# So hat Europa entschieden!



## Stefan102 (15 Mai 2011)

*Das ist der Gewinner des Eurovision Song Contest!*



​
And the Winner is: Aserbaidschan!

Wer hätte diese Künstler beim Eurovision Song Contest auf dem Schirm gehabt? Während wir Deutschen insgeheim alle auf ein Lena-Comeback gehofft haben, zogen in Europa still und heimlich Ell/Nikki an uns vorbei!

Ell/Nikki sangen ihre gefühlvolle Ballade „Running Scared" und sicherten sich somit ganze 221 Punkte aus ganz Europa. Mit einem Abstand von 32 Punkten zu Italien war das ein Sieg auf ganzer Linie.
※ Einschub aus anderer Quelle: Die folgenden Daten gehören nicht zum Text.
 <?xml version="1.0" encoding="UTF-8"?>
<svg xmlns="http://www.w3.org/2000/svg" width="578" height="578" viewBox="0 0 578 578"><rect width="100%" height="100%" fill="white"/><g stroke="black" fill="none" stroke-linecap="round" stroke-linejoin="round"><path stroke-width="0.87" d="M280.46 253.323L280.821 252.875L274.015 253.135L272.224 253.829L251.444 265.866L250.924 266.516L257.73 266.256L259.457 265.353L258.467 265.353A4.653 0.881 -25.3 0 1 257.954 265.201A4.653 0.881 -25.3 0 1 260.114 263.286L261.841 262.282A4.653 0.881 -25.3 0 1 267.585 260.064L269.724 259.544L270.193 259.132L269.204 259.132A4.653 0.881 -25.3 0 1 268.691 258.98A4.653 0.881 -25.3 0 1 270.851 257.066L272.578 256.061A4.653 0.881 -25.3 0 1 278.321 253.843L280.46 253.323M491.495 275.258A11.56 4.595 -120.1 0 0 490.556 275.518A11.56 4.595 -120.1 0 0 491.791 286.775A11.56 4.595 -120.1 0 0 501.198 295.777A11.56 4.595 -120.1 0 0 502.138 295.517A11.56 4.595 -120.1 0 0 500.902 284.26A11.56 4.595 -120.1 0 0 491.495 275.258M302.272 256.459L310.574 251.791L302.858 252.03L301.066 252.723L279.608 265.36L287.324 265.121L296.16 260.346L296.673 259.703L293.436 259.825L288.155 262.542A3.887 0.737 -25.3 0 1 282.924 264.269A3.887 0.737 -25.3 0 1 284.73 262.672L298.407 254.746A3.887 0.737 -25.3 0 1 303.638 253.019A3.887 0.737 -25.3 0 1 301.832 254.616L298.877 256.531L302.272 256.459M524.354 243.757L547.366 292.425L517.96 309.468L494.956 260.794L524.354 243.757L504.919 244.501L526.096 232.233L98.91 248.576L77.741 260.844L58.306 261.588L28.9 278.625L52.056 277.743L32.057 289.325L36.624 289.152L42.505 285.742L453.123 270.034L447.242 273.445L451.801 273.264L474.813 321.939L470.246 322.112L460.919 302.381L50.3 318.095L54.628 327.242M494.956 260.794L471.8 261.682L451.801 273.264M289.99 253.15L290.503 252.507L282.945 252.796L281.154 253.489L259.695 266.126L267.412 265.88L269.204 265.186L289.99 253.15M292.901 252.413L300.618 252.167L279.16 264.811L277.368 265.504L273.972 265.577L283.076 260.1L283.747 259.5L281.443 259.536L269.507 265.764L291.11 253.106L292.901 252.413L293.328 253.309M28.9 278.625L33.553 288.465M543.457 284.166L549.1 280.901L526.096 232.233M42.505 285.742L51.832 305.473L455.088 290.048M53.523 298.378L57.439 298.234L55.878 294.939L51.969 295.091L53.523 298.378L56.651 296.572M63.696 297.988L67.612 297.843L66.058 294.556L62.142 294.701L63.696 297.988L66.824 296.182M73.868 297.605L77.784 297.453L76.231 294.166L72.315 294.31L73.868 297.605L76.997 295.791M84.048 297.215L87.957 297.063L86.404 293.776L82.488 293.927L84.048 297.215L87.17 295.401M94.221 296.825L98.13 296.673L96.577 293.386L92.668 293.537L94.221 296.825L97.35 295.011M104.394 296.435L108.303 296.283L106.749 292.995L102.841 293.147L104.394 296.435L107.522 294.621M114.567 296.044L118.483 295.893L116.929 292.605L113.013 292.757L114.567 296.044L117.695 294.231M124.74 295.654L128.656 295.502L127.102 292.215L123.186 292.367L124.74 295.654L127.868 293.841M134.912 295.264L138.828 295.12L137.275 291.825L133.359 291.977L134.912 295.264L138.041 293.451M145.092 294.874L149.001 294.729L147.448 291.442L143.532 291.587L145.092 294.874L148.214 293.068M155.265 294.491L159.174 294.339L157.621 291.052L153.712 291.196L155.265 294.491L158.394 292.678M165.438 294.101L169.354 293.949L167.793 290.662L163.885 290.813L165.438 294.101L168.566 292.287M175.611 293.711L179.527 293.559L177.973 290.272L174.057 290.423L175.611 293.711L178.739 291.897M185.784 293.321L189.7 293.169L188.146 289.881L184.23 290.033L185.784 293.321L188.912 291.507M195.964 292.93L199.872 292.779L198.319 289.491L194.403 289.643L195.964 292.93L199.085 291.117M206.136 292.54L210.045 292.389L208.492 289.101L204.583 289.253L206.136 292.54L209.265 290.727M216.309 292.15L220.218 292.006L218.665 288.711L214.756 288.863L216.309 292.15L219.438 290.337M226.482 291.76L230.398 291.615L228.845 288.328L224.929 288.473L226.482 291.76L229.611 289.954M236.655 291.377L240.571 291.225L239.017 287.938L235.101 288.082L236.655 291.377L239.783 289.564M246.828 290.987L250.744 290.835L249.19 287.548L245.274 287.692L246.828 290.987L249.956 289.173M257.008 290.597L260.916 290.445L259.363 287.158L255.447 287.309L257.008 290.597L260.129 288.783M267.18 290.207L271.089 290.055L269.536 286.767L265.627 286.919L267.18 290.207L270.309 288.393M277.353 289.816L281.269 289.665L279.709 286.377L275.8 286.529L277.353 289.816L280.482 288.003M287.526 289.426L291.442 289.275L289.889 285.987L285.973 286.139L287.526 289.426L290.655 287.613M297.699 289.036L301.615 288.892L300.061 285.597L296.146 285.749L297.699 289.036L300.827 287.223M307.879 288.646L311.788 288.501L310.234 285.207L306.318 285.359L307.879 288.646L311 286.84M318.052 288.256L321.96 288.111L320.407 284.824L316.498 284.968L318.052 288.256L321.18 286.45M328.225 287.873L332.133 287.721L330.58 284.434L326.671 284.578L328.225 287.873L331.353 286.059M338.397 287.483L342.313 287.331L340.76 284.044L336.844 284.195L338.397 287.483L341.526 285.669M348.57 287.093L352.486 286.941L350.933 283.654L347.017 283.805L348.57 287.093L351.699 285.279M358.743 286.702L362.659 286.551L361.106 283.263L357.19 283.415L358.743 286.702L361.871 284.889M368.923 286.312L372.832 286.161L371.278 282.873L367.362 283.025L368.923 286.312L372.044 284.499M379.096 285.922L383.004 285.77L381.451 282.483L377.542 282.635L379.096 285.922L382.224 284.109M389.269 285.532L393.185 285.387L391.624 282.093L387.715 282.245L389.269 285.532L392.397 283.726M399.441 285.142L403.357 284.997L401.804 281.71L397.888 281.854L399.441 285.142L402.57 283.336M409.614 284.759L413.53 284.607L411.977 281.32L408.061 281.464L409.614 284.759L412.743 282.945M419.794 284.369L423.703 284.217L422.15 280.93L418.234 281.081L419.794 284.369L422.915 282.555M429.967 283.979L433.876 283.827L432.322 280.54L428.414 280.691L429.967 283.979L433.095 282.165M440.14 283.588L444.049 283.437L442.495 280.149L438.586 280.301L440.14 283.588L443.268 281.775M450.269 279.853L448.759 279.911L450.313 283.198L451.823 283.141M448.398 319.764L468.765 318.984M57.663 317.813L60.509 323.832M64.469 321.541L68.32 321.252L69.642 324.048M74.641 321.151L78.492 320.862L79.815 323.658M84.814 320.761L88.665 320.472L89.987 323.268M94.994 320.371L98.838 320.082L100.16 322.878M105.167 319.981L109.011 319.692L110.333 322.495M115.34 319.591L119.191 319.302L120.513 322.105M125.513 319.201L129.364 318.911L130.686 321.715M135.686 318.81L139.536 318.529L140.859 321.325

Auf Platz drei und vier landeten Schweden und die Ukraine und lieferten sich mit 26 Punkten Unterschied ein Kopf-an-Kopf-Rennen um den Platz auf dem Siegertreppchen. Letzte wurde die Schweizerin Anna Rossinelli, die mit ihrer lockeren Nummer nur 19 Punkte ergatterte.

Lena Meyer-Landrut schaffte es immerhin auf Platz 10, doch zwölf Punkte hatte dieses Jahr kein Land für die Sängerin übrig. Lediglich Österreich, die Schweiz, Lettland und Weißrussland vergaben acht Punkte an uns.

Deutschland vergab acht Punkte an Irland, zehn an Griechenland und zwölf Punkte an Österreich – damit unterschied sich das Telefonvoting doch noch einmal ziemlich von dem, was die PromiflashLeser heute noch tippten und auch die Google-Prognose lag leider völlig daneben. So beliebt Lena auch sein mag, zum Sieg hat es heute also nicht gereicht, aber immerhin hat sie ihren Titel souverän verteidigt!


----------



## Punisher (15 Mai 2011)

Und wir bezahlen die Show nächstes Jahr in Aserbaidschan mit Entwicklungshilfegeldern. Bah, ich könnte kotzen, wenn Länder an solchen Shows teilnehmen, die von uns solche Zuwendungen kassieren.


----------



## MarkyMark (15 Mai 2011)

Zumindest ist dieser Lena Hype nun vorbei, endlich. Ihr Titel wirkte auch extrem deplaziert bei all den restlichen Teilnehmern. Zwischen dem ganzen SchubiduTrallalala kann keine Nummer bestehen, die einen in die gepflegte Depression treibt.

Mir gefiel die Schweizerin echt gut, nun ja..letzter Platz.


----------



## Haldan Umberto da Venga (15 Mai 2011)

Punisher schrieb:


> Und wir bezahlen die Show nächstes Jahr in Aserbaidschan mit Entwicklungshilfegeldern. Bah, ich könnte kotzen, wenn Länder an solchen Shows teilnehmen, die von uns solche Zuwendungen kassieren.



:angry::angry::angry:

Hahaha!!! Wenn man keine Ahnung hat, bitte Klappe halten und nicht den "Herrenmenschen" rauskehren.

Zur Info:
Die Wirtschaft Aserbaidschans wächst sehr schnell. Das BIP stieg im Jahr 1999 um 7,4 Prozent, 2000 um 11,4 Prozent und 2001 um 9,9 Prozent. Diese Entwicklung basiert zu einem großen Teil auf einer expansiven Erdölindustrie, welche den wichtigsten Wirtschaftszweig des Landes darstellt.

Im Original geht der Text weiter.